Afortunadamente hace ya unos meses que finalizaron las fiestas navideñas, época de excesos para unos pocos afortunados (cada vez menos) que tenemos la suerte de vivir en la abundancia (¡JUAS!) y de escasez y necesidades para los de siempre (cada vez más). Como no me apetece demasiado escribir nada sobre el inefable Santa Claus y tampoco sobre el PP, intentaré compensarlo con este post que ya mismo comienza aquí debajo.

Como decía, en el dichoso mes de diciembre, los que tenemos hijos pequeños, intentamos pasar más tiempo con ellos y hacerles felices a base de montones de regalos, muchas veces innecesarios, que compensen en parte el poco tiempo que les dedicamos el resto del año. Así que podéis imaginarme pegado a la televisión en una tarde fría y lluviosa viendo películas infantiles y comiendo palomitas de maíz.

Como quiero que mi hija sea una persona de provecho el día de mañana, la semana pasada le puse, astuta y ladinamente, una película de ciencia ficción infantil y aproveché para trabajar de forma camuflada fingiendo que lo hacía por ella (¡menudo padrazo que soy!). Por supuesto, la atiborré de una generosa dosis de deliciosas palomitas de maíz para hacer más creíble la situación.

Pero voy al grano. La película que vimos y disfrutamos ambos fue Charlie y la fábrica de chocolate, dirigida en 2005 por el peculiar Tim Burton (existe una versión previa de 1971, interpretada por Gene Wilder). La película, basada en un cuento publicado en 1964 por Roald Dahl, cuenta la historia de Charlie Bucket, un niño modelo que vive en una casa ruinosa en compañía de sus padres y de sus cuatro abuelos. En el pueblo existe una fábrica de chocolate, cerrada tiempo atrás cuando los secretos de las increíbles golosinas ideadas por su dueño, Willy Wonka, fueron aireados por espías infiltrados, llevándola a la quiebra. Ahora, años después, Wonka decide reabrir su factoría. Con el secreto propósito de donarla como herencia a un niño bien educado y bondadoso, decide introducir cinco billetes dorados en otras tanta chocolatinas distribuidas por el mundo entero. Los cinco afortunados pasarán un día entero visitando su fábrica de chocolate y sólo uno de ellos recibirá un regalo sorpresa: la fábrica misma.

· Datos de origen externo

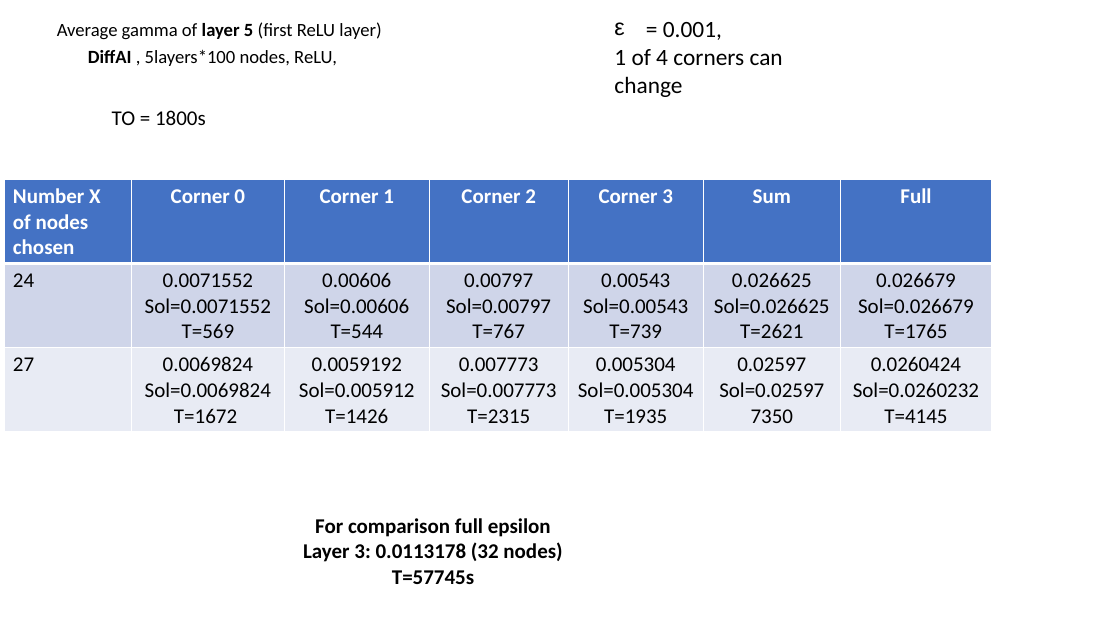
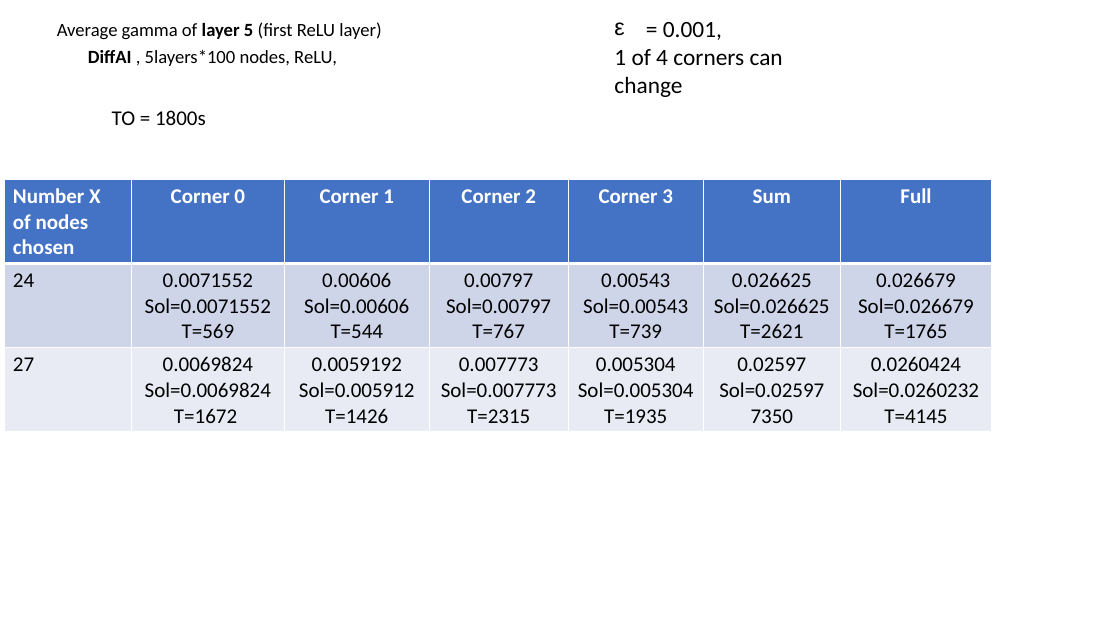
Before and after one commit to blaisegenest/vericompensate, a slide deck: slide 10 of lipschitz/Test.pptx. Drawn at 1120x630 pixels with LibreOffice and Linux fonts; fonts in the diff are those of the drawing. Boxes give left, top, right and bottom in pixels: in the first picture for what was removed or moved away, otherwise in the second. Text is boxed around its words. In the diff, an @@ line names an element or a change of style, - is before the commit and + after.

Commit message:
update table

```diff
--- a/lipschitz/Test.pptx
+++ b/lipschitz/Test.pptx
@@ text removed at bbox=[303, 518, 562, 584] @@
-For comparison full epsilon
-Layer 3: 0.0113178 (32 nodes)
-T=57745s
```

Poco a poco, los billetes dorados comienzan a aparecer. El primero le corresponde a Augustus Gloop, un niño gordinflón y tragón con un apetito desmesurado. El segundo le cae en suerte a Veruca Salt, una mocosa malcriada por sus adinerados padres que le dan cualquier capricho que se le antoja, cueste lo que cueste. La siguiente es Violet Beauregarde, digna imagen de su madre, una competitiva niña que es campeona del mundo de mascar chicle ininterrumpidamente. En cuarto lugar aparece el boleto de Mike Teavee, todo un teleadicto y practicante empedernido de los videojuegos, sobre todo de los violentos. Por último, Charlie Bucket, que se hace con su billete al comprar una pastilla de chocolate Wonka con un billete que encuentra en la calle. En esta situación he querido ver un ligero destello de egoísmo en Charlie, quien a pesar de su pobreza, decide malgastar en chocolate el dinero en lugar de entregarlo en la oficina de objetos perdidos o, en su defecto, a sus padres.

El día fijado a la hora fijada, los cinco niños, acompañados por un pariente, acceden en compañía de Willy Wonka al interior de la fábrica de chocolate. Allí descubren un mundo increíble, rebosante de caramelos, dulces, chocolates y golosinas de todo tipo. A medida que avanza la acción, la mala educación y la falta de humildad de los niños les hacen caer en “trampas” ideadas por Willy para ir eliminándolos a todos menos a su heredero. Me voy a centrar en una de estas trampas en concreto.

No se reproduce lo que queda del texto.